### [What you need to do]
What you output must match, exactly, the lines from the start of the records to the line containing "Game: Godot game, scene", both ends kept and pictures excluded.

### [Data]
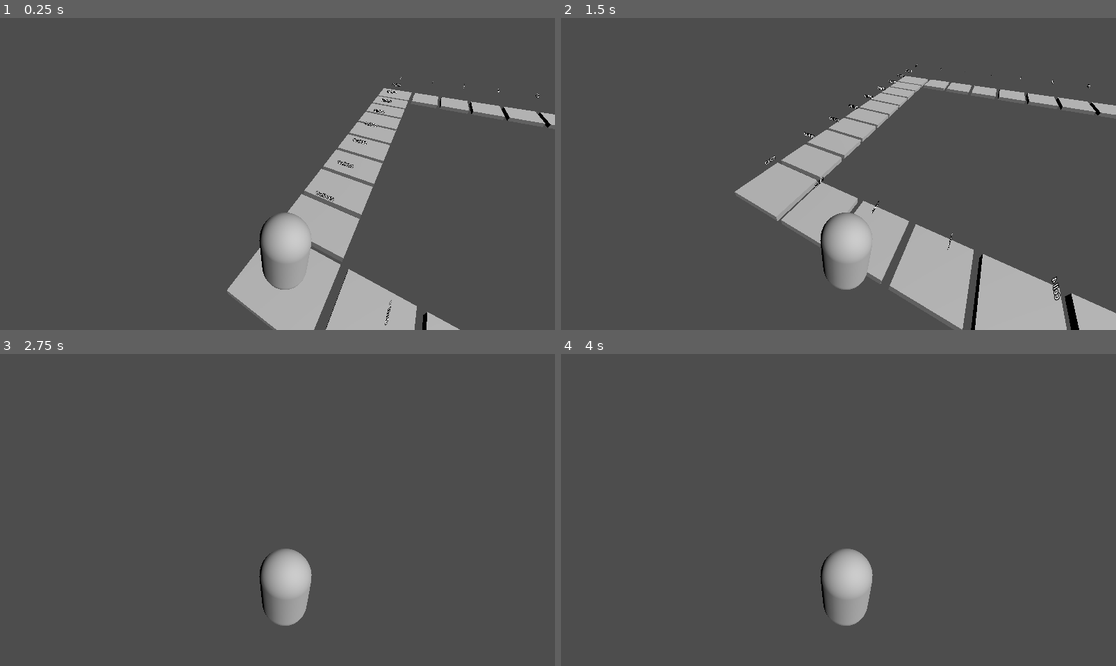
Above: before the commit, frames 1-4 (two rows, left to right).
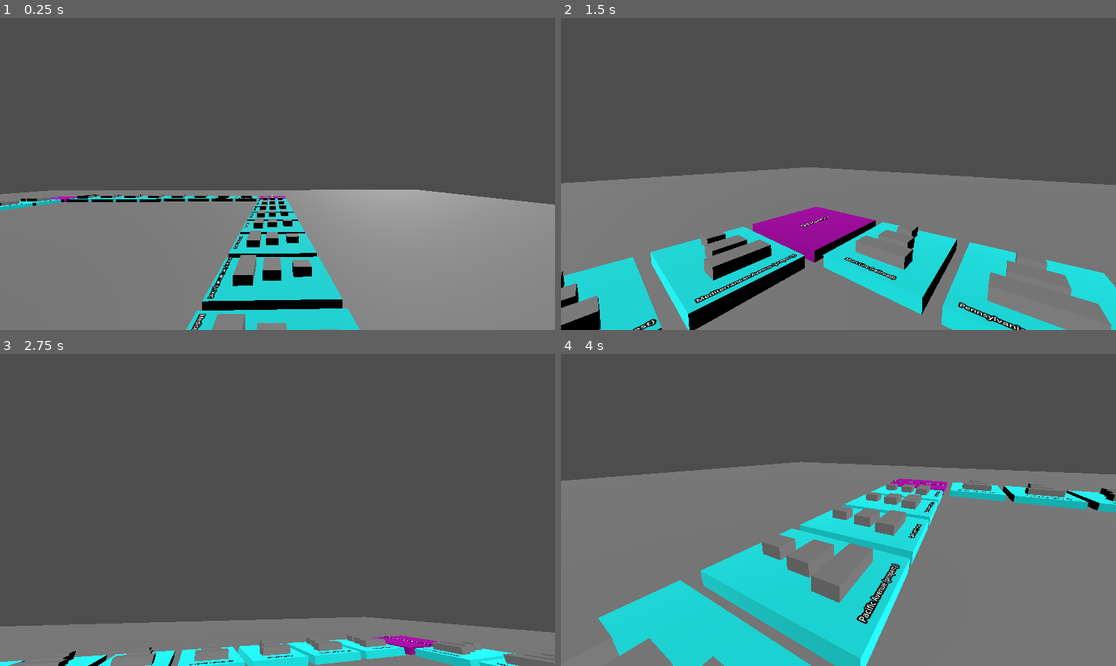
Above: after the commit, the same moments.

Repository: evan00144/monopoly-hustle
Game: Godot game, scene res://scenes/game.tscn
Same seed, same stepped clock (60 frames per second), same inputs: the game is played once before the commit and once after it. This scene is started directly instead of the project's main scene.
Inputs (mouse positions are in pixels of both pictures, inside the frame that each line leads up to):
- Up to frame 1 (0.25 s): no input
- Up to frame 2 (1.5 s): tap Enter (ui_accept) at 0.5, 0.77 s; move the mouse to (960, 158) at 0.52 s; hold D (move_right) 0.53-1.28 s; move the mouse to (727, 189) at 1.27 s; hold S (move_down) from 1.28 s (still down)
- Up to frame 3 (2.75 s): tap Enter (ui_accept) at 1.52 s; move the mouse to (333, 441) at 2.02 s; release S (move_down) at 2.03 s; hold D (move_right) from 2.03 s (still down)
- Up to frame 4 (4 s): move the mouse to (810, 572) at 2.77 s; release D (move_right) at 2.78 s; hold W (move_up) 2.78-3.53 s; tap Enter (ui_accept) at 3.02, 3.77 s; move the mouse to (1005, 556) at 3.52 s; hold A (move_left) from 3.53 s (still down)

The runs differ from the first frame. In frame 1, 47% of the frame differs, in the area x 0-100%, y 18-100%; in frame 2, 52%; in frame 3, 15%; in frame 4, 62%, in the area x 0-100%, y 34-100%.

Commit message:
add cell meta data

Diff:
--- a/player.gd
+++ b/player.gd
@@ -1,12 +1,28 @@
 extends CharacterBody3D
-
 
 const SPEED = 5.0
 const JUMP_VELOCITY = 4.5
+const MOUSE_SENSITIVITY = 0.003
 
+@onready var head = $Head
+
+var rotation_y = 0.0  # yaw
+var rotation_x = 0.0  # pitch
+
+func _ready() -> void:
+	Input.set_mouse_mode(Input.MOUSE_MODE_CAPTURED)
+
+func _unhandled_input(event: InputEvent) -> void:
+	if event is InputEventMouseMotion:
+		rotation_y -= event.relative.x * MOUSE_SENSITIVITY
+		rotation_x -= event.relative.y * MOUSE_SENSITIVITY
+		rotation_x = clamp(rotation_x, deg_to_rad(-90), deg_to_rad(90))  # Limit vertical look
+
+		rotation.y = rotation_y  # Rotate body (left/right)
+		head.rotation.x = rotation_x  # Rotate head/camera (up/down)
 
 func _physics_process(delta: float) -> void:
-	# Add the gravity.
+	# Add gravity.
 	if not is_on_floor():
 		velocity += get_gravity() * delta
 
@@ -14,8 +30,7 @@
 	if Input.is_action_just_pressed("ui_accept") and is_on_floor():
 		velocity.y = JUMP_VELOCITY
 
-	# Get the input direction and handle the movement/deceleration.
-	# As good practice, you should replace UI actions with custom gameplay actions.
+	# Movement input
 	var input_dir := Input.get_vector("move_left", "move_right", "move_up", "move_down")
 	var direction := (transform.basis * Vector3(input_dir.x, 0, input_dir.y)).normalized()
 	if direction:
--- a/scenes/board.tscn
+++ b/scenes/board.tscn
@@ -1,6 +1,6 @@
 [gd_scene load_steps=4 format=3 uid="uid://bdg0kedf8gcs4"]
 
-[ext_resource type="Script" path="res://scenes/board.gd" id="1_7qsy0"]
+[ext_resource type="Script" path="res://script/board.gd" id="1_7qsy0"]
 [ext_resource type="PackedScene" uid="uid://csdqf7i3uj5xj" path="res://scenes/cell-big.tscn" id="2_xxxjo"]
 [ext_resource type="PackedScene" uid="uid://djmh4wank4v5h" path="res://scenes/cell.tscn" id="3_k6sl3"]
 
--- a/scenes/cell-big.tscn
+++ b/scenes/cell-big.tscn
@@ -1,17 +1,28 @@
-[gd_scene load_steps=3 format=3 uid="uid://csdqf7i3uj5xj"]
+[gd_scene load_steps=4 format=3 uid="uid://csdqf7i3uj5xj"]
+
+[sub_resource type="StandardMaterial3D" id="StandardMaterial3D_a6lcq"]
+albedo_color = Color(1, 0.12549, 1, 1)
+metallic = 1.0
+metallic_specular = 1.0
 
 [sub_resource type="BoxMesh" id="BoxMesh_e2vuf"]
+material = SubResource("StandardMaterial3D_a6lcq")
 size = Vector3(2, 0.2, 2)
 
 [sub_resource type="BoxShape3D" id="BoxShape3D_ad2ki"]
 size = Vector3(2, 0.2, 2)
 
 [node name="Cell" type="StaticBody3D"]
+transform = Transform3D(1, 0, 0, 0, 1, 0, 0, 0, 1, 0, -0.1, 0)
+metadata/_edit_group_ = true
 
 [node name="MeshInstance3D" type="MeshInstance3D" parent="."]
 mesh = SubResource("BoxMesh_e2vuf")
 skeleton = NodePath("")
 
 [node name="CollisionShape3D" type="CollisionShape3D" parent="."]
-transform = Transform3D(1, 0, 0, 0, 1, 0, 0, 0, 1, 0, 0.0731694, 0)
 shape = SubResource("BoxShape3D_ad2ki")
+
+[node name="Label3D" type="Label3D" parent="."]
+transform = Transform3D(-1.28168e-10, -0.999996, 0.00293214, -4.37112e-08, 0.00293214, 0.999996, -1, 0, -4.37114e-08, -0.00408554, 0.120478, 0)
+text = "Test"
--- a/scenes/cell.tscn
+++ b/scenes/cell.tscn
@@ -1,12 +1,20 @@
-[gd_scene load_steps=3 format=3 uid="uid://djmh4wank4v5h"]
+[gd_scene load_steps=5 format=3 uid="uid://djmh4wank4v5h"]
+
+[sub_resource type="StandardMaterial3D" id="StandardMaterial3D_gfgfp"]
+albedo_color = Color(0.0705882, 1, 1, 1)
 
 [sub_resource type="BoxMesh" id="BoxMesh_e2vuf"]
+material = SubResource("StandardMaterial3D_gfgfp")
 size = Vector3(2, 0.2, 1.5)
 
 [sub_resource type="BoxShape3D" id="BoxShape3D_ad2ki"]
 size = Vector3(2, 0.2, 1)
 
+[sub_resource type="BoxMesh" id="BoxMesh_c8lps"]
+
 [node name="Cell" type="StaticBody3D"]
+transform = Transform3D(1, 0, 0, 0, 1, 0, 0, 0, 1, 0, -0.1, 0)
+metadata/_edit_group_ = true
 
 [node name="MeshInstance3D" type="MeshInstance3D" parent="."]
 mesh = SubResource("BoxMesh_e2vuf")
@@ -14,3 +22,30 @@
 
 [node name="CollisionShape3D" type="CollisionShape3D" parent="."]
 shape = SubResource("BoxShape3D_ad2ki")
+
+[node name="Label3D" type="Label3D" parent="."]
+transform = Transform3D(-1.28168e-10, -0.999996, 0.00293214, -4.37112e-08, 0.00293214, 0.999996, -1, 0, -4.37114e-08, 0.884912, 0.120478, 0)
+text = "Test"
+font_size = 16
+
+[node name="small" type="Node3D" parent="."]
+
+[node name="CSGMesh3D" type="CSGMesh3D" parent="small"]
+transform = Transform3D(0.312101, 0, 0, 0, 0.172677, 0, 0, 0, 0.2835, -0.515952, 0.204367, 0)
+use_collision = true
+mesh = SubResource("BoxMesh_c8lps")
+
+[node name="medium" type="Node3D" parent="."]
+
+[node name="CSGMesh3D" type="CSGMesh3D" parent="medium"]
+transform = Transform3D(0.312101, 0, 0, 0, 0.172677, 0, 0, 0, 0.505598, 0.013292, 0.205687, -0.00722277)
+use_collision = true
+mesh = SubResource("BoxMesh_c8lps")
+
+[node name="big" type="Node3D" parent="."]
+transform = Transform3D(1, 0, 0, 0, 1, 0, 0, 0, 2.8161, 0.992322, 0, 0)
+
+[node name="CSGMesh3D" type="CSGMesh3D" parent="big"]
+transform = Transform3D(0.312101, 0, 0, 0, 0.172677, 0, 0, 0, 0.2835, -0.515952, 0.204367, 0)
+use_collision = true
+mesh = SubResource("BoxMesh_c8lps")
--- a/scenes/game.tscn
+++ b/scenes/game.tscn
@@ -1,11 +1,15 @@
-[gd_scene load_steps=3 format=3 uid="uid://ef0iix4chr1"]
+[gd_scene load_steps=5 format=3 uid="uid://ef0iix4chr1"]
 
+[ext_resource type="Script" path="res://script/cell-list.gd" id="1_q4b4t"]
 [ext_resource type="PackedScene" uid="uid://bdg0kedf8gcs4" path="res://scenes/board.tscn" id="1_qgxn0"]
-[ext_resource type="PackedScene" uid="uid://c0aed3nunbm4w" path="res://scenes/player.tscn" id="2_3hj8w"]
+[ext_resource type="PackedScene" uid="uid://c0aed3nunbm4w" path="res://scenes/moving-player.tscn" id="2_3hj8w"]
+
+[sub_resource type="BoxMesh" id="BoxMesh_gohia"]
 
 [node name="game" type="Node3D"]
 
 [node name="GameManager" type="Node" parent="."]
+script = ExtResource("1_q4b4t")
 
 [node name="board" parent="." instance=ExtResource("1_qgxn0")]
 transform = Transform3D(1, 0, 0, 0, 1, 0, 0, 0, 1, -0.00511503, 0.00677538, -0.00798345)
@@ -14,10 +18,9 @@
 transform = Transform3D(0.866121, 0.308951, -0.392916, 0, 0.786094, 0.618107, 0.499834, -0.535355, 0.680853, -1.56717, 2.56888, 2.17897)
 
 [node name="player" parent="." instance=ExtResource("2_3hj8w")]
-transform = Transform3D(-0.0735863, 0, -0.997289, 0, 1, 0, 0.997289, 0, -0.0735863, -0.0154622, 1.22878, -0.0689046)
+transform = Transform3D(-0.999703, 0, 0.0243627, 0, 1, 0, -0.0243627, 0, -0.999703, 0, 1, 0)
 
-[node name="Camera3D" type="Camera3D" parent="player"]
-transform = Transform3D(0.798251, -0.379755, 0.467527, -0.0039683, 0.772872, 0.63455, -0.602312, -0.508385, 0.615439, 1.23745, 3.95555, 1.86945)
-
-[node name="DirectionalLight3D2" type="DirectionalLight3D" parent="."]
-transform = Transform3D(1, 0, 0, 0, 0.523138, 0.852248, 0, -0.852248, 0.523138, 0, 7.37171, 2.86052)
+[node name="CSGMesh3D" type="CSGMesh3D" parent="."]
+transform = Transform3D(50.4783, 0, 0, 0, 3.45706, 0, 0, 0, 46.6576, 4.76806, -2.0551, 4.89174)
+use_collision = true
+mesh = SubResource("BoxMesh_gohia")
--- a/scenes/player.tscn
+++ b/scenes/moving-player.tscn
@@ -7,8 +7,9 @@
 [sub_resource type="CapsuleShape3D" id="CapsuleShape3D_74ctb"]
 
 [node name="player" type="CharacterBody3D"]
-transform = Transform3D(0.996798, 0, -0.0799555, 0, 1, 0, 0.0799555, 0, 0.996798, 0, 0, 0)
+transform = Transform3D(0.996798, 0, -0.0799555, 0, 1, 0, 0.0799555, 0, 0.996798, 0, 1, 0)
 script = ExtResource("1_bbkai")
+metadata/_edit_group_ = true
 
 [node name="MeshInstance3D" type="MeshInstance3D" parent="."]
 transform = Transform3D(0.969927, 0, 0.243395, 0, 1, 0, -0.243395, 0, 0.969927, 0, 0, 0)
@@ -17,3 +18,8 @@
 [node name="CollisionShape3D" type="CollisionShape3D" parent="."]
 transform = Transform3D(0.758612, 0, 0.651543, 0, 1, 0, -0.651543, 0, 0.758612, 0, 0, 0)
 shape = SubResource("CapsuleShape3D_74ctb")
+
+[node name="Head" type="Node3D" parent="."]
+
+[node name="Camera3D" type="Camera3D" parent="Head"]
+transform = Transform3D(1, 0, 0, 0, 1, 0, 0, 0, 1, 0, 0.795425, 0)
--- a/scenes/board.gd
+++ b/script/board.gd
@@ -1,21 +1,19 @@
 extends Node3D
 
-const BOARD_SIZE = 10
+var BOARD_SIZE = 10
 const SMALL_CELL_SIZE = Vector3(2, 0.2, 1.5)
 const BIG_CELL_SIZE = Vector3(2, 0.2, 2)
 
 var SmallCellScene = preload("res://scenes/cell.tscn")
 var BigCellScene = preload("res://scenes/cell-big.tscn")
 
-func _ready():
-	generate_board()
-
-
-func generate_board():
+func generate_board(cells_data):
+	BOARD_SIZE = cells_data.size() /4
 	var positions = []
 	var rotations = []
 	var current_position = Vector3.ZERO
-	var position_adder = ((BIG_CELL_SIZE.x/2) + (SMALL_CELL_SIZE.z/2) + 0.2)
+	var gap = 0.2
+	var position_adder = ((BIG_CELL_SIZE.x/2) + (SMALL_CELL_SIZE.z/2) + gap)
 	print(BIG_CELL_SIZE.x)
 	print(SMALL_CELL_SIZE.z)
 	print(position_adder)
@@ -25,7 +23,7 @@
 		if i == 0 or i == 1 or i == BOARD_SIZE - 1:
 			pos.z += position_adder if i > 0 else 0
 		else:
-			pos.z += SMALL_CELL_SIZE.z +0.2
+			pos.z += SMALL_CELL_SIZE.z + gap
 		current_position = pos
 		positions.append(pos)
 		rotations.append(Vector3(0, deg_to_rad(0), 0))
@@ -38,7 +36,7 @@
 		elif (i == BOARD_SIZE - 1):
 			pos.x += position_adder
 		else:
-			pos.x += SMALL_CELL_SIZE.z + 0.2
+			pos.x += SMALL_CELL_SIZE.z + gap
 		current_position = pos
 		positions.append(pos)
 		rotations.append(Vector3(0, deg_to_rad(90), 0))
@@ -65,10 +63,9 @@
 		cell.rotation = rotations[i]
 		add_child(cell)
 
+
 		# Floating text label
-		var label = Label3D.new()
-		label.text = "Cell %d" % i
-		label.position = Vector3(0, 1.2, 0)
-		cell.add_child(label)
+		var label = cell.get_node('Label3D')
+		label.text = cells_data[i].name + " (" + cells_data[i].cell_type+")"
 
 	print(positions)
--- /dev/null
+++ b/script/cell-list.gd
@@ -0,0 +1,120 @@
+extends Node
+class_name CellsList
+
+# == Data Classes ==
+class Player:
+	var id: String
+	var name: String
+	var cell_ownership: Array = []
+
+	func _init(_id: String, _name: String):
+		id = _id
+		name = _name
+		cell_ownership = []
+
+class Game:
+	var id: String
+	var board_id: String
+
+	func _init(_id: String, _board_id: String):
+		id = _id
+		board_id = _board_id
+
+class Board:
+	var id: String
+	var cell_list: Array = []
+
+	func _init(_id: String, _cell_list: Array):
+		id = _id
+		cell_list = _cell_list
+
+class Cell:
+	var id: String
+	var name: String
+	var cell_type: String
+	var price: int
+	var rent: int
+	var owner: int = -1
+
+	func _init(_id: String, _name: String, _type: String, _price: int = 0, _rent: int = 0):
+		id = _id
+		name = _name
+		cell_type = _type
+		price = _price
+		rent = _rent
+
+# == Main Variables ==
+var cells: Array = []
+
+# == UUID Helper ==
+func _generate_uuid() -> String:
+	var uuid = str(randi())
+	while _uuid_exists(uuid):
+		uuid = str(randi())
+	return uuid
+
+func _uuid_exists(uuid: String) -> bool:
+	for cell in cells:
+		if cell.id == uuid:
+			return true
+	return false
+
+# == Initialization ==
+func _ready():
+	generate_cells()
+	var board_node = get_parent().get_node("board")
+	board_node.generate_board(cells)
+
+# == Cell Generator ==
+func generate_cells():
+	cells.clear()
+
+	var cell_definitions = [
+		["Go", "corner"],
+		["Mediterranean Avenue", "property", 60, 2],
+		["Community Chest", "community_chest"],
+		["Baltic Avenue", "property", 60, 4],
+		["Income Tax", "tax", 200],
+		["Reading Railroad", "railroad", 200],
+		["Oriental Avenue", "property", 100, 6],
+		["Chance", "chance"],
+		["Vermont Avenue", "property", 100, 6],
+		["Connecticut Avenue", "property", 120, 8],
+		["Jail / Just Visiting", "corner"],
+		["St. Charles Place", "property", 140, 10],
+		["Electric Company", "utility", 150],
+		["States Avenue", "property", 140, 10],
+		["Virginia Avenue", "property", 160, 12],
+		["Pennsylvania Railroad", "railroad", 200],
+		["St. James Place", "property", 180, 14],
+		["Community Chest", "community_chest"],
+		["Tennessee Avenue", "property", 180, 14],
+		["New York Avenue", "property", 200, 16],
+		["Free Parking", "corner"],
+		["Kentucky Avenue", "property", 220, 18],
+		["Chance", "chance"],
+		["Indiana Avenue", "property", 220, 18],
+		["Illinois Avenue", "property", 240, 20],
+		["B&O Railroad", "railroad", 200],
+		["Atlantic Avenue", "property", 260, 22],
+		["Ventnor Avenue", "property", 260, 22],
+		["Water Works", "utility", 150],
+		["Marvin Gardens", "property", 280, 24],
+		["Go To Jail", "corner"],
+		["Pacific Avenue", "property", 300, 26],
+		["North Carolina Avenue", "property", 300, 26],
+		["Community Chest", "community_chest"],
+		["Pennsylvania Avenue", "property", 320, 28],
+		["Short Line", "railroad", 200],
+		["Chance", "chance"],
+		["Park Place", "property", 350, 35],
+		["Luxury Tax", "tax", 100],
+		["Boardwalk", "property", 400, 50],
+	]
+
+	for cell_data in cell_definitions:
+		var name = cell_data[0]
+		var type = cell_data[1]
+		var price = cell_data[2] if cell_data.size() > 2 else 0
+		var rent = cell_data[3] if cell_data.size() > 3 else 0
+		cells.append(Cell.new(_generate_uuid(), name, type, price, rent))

### [Written answer]
Above: before the commit, frames 1-4 (two rows, left to right).
Above: after the commit, the same moments.

Repository: evan00144/monopoly-hustle
Game: Godot game, scene res://scenes/game.tscn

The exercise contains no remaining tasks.